Ever since we watched them roll into our neighborhoods and downtown streets, food trucks have owned us. Our heads turn. Our stomachs growl. And, no matter how long the line, we’re there knowing it’s worth the wait.

Food trucks are a reason for celebration. Just ask Shontae Jackson, chef/owner of Steel Magnolia Food Truck and Catering. Jackson put in the effort to get her truck. From a young age, she wanted to own a restaurant.

“My mother signed my work permit so that I could get a job at Kendal (at Oberlin) when I was 14,” she says.

After high school she spent seven years at Mercy Health working as a nutritional coordinator managing a staff of 15, helping the cooking line, monitoring trays and matching patients’ food with their dietary restrictions.

Jackson never lost sight of her dream.

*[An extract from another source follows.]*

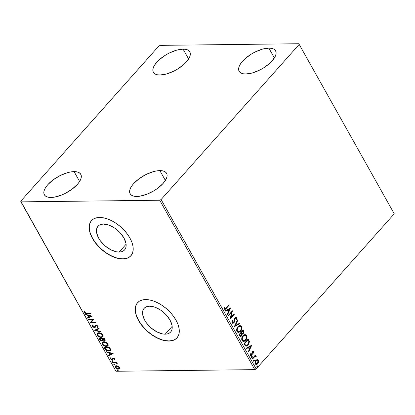 <?xml version="1.0" encoding="UTF-8"?>
<svg xmlns="http://www.w3.org/2000/svg" width="415" height="415" viewBox="0 0 415 415"><rect width="100%" height="100%" fill="white"/><g stroke="black" fill="none" stroke-linecap="round" stroke-linejoin="round"><path stroke-width="0.62" d="M165.222 334.158L172.168 326.351L165.222 334.158L162.613 333.919L156.896 331.886L151.252 328.073L146.542 323.057L144.768 320.333L142.729 314.969L142.537 312.542L142.916 310.404L143.855 308.646L145.307 307.328L147.226 306.503L149.535 306.208A17.788 9.97 41.7 0 1 167.375 316.235A17.788 9.97 41.7 0 1 170.664 332.01A17.788 9.97 41.7 0 1 165.222 334.158A17.788 9.97 41.7 0 1 147.382 324.131A17.788 9.97 41.7 0 1 144.093 308.355A17.788 9.97 41.7 0 1 149.535 306.208L154.956 307.214L160.75 310.197L166.026 314.7L169.989 320.038L172.028 325.396L172.22 327.824L171.841 329.961L170.902 331.72L169.45 333.038L167.53 333.862L165.222 334.158M119.147 252.05L126.093 244.243L119.147 252.05L116.532 251.812L110.815 249.778L105.177 245.965L100.466 240.949L98.692 238.226L96.654 232.862L96.462 230.434L96.84 228.297L97.774 226.538L99.232 225.221L101.151 224.396L103.46 224.1A17.788 9.97 41.7 0 1 121.299 234.127A17.788 9.97 41.7 0 1 124.588 249.903A17.788 9.97 41.7 0 1 119.147 252.05A17.788 9.97 41.7 0 1 101.307 242.023A17.788 9.97 41.7 0 1 98.013 226.248A17.788 9.97 41.7 0 1 103.46 224.1L108.88 225.106L114.67 228.089L119.951 232.592L123.909 237.93L125.953 243.289L126.144 245.716L125.766 247.854L124.827 249.612L123.374 250.93L121.455 251.755L119.147 252.05M91.523 220.588A26.399 14.8 -138.3 0 0 96.508 243.994A26.399 14.8 -138.3 0 0 122.944 258.82L122.819 258.955A26.399 14.8 41.7 0 1 96.342 244.072A26.399 14.8 41.7 0 1 91.461 220.661A26.399 14.8 41.7 0 1 99.538 217.47L96.114 217.911L93.266 219.13L91.103 221.086L89.718 223.701L89.152 226.87L89.438 230.475L90.553 234.382L92.467 238.433L95.097 242.474L98.345 246.354L102.085 249.918L106.178 253.036L110.463 255.583L114.773 257.461L118.944 258.597L122.819 258.955L126.248 258.514L129.096 257.29L131.254 255.339L132.644 252.725L133.21 249.555L132.925 245.945L131.809 242.044L129.895 237.992L127.265 233.951L124.018 230.071L120.272 226.507L116.184 223.389L111.9 220.842L107.589 218.964L103.413 217.823L99.538 217.47A26.399 14.8 41.7 0 1 126.02 232.353A26.399 14.8 41.7 0 1 130.901 255.765A26.399 14.8 41.7 0 1 122.819 258.955L122.944 258.82A26.399 14.8 -138.3 0 0 130.964 255.692M137.604 302.696A26.399 14.8 -138.3 0 0 142.589 326.102A26.399 14.8 -138.3 0 0 169.019 340.928L168.9 341.063A26.399 14.8 41.7 0 1 142.418 326.18A26.399 14.8 41.7 0 1 137.536 302.768A26.399 14.8 41.7 0 1 145.618 299.578L142.189 300.019L139.341 301.238L137.183 303.194L135.793 305.808L135.228 308.978L135.513 312.583L136.634 316.489L138.543 320.541L141.173 324.582L144.42 328.462L148.165 332.026L152.253 335.144L156.538 337.691L160.849 339.569L165.025 340.705L168.9 341.063L172.324 340.622L175.172 339.397L177.335 337.447L178.72 334.832L179.285 331.663L179 328.052L177.885 324.151L175.97 320.1L173.34 316.059L170.093 312.179L166.353 308.615L162.26 305.497L157.975 302.95L153.664 301.072L149.493 299.931L145.618 299.578A26.399 14.8 41.7 0 1 172.095 314.461A26.399 14.8 41.7 0 1 176.977 337.872A26.399 14.8 41.7 0 1 168.9 341.063L169.019 340.928A26.399 14.8 -138.3 0 0 177.039 337.8M183.088 49.136A20.9 9.068 150.7 0 1 189.811 51.839A20.9 9.068 150.7 0 1 181.78 66.161A20.9 9.068 150.7 0 1 160.076 74.996L157.41 74.778L155.283 74.078L153.783 72.91L152.969 71.328L152.87 69.393L153.493 67.173L154.805 64.761L159.298 59.713L165.658 55.029L169.242 53.047L176.546 50.189L183.088 49.136L185.759 49.354L187.886 50.054L189.38 51.221L190.195 52.804L190.293 54.739L189.676 56.959L186.397 61.892L183.871 64.418L177.511 69.103L173.927 71.084L166.623 73.943L160.076 74.996A20.9 9.068 150.7 0 1 153.358 72.293A20.9 9.068 150.7 0 1 161.388 57.97A20.9 9.068 150.7 0 1 183.088 49.136L188.612 58.982L183.088 49.136M159.858 170.607A20.9 9.068 150.7 0 1 166.581 173.304A20.9 9.068 150.7 0 1 158.551 187.627A20.9 9.068 150.7 0 1 136.846 196.461L134.175 196.248L132.053 195.543L130.554 194.381L129.739 192.799L129.641 190.859L130.263 188.643L131.576 186.226L133.537 183.705L139.066 178.746L146.013 174.513L153.311 171.654L156.746 170.887L162.53 170.819L164.651 171.525L166.15 172.687L166.965 174.269L167.063 176.204L166.446 178.424L163.168 183.357L157.638 188.322L154.281 190.573L147.019 194.184L139.959 196.181L136.846 196.461A20.9 9.068 150.7 0 1 130.128 193.763A20.9 9.068 150.7 0 1 138.159 179.436A20.9 9.068 150.7 0 1 159.858 170.607L165.383 180.447L159.858 170.607M74.083 171.613A20.9 9.068 150.7 0 1 80.806 174.31A20.9 9.068 150.7 0 1 72.775 188.638A20.9 9.068 150.7 0 1 51.071 197.467L48.399 197.255L46.278 196.549L44.779 195.387L43.964 193.805L43.866 191.865L44.483 189.65L45.8 187.232L47.761 184.716L53.291 179.752L60.237 175.524L67.536 172.661L70.97 171.893L76.754 171.826L78.876 172.531L80.375 173.693L81.19 175.275L81.288 177.215L80.666 179.43L79.353 181.848L77.392 184.369L71.862 189.328L64.916 193.561L61.238 195.195L54.183 197.187L51.071 197.467A20.9 9.068 150.7 0 1 44.348 194.77A20.9 9.068 150.7 0 1 52.378 180.442A20.9 9.068 150.7 0 1 74.083 171.613L79.607 181.454L74.083 171.613M268.868 48.13A20.9 9.068 150.7 0 1 275.586 50.832A20.9 9.068 150.7 0 1 267.556 65.155A20.9 9.068 150.7 0 1 245.851 73.984L243.185 73.771L241.058 73.071L239.564 71.904L238.75 70.322L238.651 68.387L239.268 66.167L240.586 63.749L245.073 58.707L251.433 54.023L255.018 52.041L262.322 49.183L268.868 48.13L271.535 48.348L273.661 49.048L275.161 50.215L275.975 51.792L276.074 53.732L275.451 55.952L272.178 60.886L269.646 63.412L263.286 68.096L259.702 70.078L252.398 72.936L245.851 73.984A20.9 9.068 150.7 0 1 239.133 71.287A20.9 9.068 150.7 0 1 247.164 56.964A20.9 9.068 150.7 0 1 268.868 48.13L274.388 57.97L268.868 48.13M299.189 44.41L394.25 213.808L256.174 368.945L161.108 199.542L299.189 44.41L299.013 43.736L160.211 45.365L158.826 46.055L20.75 201.192L20.926 201.861L159.723 200.232L254.789 369.635L115.987 371.264L20.926 201.861L159.723 200.232L161.108 199.542L299.189 44.41L299.013 43.736L160.211 45.365L158.826 46.055L20.75 201.192L115.987 371.264L254.789 369.635L256.174 368.945L394.25 213.808L299.189 44.41M257.186 359.561L255.573 360.677L254.924 362.928L255.765 364.427L257.15 364.271L258.462 362.554L258.581 360.656L257.528 359.572L255.837 360.345C254.95 361.32 254.737 362.487 255.199 363.846L256.273 364.541L257.751 363.758L258.597 362.067L258.405 360.241L257.336 359.556M252.294 358.508L252.553 358.975L254.95 356.521L256.252 356.713L255.956 356.018L255.194 356.003L255.65 355.494L255.391 355.027L252.294 358.508L252.553 358.975L254.701 356.682L256.252 356.713L256.159 356.241L255.194 356.003L255.65 355.494L255.391 355.027L252.294 358.508M253.638 351.744L252.984 351.37L252.206 351.915L251.355 354.95L250.733 354.778L250.702 353.777L250.266 353.829L250.525 355.458L251.101 355.665L251.827 355.235L252.47 352.408L253.119 352.05L253.28 353.16L253.7 353.134L253.747 352.065L253.321 351.744L253.389 353.139L253.7 353.134L253.638 351.744L253.062 351.365L252.325 351.77L251.552 354.789L250.733 354.778L250.702 353.777L250.266 353.829L250.38 355.261L251.023 355.671L251.827 355.235L252.6 352.216L253.269 352.2L253.28 353.16L253.7 353.134L253.285 353.144L253.321 351.744L253.638 351.744M244.767 345.098L245.607 346.074L246.655 346.136L247.745 345.488L248.876 344.045L249.389 341.457L248.217 338.931L243.979 343.693L244.767 345.098L246.183 346.214L248.134 345.093L249.389 341.457L248.217 338.931L243.979 343.693L244.767 345.098M242.173 333.868L243.382 333.364L243.071 333.364L243.667 331.793L243.335 330.791C243.823 331.751 243.735 332.607 243.071 333.364L243.382 333.364C244.046 332.602 244.134 331.746 243.652 330.786L243.335 330.791L242.977 330.148L243.652 330.786L243.169 329.93L238.931 334.698L240.254 336.508L241.613 335.979L242.137 335.019L242.163 333.81L243.107 333.619L243.875 332.508L243.921 331.424L243.169 329.93L238.931 334.698L239.611 335.906L240.539 336.549L241.613 335.979L242.163 333.81L242.469 333.862M234.361 326.553L239.73 323.804L239.445 323.301L235.404 325.438L237.795 320.354L237.51 319.851L234.402 326.631L239.73 323.804L239.445 323.301L235.404 325.438L237.795 320.354L237.51 319.851L234.361 326.553M228.442 316.002L231.596 312.459L230.138 319.026L234.376 314.264L234.117 313.797L230.953 317.351L232.416 310.773L228.177 315.535L228.442 316.002L231.596 312.459L230.076 318.922L234.376 314.264L234.117 313.797L230.953 317.351L232.416 310.773L228.177 315.535L228.442 316.002M226.159 307.816L224.868 308.578L224.577 307.069L224.121 307.199L224.271 308.89L224.774 309.341L225.371 309.263L229.241 305.113L228.981 304.646L226.159 307.816L224.702 308.397L224.577 307.069L224.121 307.199L224.271 308.89L224.982 309.372L229.241 305.113L228.981 304.646L226.159 307.816M230.766 307.826L225.438 310.648L225.719 311.157L227.43 310.254L228.38 311.95L227.373 314.098L227.659 314.606L230.766 307.826L225.438 310.648L225.719 311.157L227.43 310.254L228.38 311.95L227.373 314.098L227.659 314.606L230.766 307.826M232.099 322.839L233.023 323.352L234.148 322.585L234.921 318.979L235.466 318.16L236.135 318.341L236.047 319.763L236.509 319.835L236.726 318.331L236.384 317.615L235.352 317.568L234.677 318.326L233.629 322.434L233.1 322.683L232.571 322.403L232.691 320.572L232.26 320.437L231.907 322.258L232.94 323.358L233.961 322.823L235.253 318.336L236.135 318.341L236.047 319.763L236.509 319.835L236.571 317.859L235.855 317.408L234.978 317.89L233.707 322.351L233.085 322.683L232.514 322.315L232.691 320.572L232.26 320.437L232.099 322.839M237.899 326.75L236.955 328.307L236.633 330.299L237.354 332.042L238.76 332.462L240.897 330.921L241.68 329.173L241.805 327.798L241.354 326.392L240.358 325.666L239.118 325.822L237.899 326.75C236.68 328.083 236.379 329.692 236.996 331.569L238.49 332.488L240.529 331.383C241.769 330.039 242.07 328.421 241.431 326.522L239.948 325.625L237.899 326.75M242.946 335.745L242.007 337.307L241.68 339.299L242.401 341.042L243.813 341.462L244.751 341.104L245.945 339.916L246.728 338.173L246.858 336.798L246.401 335.387L245.405 334.666L244.165 334.817L242.946 335.745C241.727 337.084 241.426 338.687 242.049 340.565L243.538 341.483L245.576 340.378C246.816 339.034 247.122 337.416 246.484 335.522L244.995 334.62L242.946 335.745M251.744 345.213L246.417 348.035L246.702 348.543L248.409 347.64L249.363 349.337L248.352 351.484L248.637 351.993L251.744 345.213L246.417 348.035L246.702 348.543L248.409 347.64L249.363 349.337L248.352 351.484L248.637 351.993L251.744 345.213M251.765 356.698L251.568 357.279L251.91 357.642L252.398 356.895L252.206 356.558L251.765 356.698L251.63 357.481L252.201 357.476L252.336 356.687L251.765 356.698L252.336 356.687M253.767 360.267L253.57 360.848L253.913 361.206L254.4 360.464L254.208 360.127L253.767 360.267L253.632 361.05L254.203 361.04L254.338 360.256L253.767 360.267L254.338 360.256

Recognizing the need for a formal education, she registered in the culinary arts program at Lorain County Community College.

“I took some time off to be a mom but went back to school,” she says. That’s when her energy kicked in.

Jackson returned to Kendal at Oberlin. This time, she was a specialty chef. “I piloted a program based on using previously prepared food and preventing waste. I’d add different flavors and create new items.” The residents loved it. They were excited about the introduction of crab rangoon, watermelon and prosciutto-wrapped asparagus, shepherd’s pie with beef tenderloin and leg of lamb gyros.

Jackson began attending seminars conducted by the NEO LaunchNET to learn to operate a business. At one session, she struck up a conversation with Lee Kolz, past director of NEO LaunchNET. A former attorney, Kolz mentioned that a coworker was friendly with Matthew Dooley, the owner of a food truck that was sitting idle. Jackson saw her opportunity.

“When I saw the truck, I fell in love. It was shiny and new. Everything worked.” Well, almost everything. In addition to helping her learn the ropes of operating the truck, Dooley also repaired a frozen pipe.

With financial help from family and friends, she was in business.

“So many people helped me every step of the way,” she says. “They helped me with my dream. People believed in my story.”

Word of Jackson’s internationally inspired cuisine spread quickly. She began catering private events and launched the food truck program at Oberlin College. She continues to gain support from Lorain County Community College while also working some campus events. On the Rocks, a climbing facility in Amherst, invited her to bring her food truck to the facility, and she participated in the Elyria Home and Garden Show and the Huron Herb Fest.

Now, the mother of three says her children marvel at her success. “For my children to see how this happened and how windows opened for me is the best.” Jackson’s 17-year-old daughter and mother work with her on the truck. Her 13-year-old son works in the kitchen. And, her 7-year-old son washes vegetables. “He’s the boss,” she says.

As for the restaurant? Stay tuned. “It will probably happen within five years. I want the plates, the beautiful surroundings. I can’t do that on a truck.”

“I’m always inspired,” she adds. That remains her inspiration.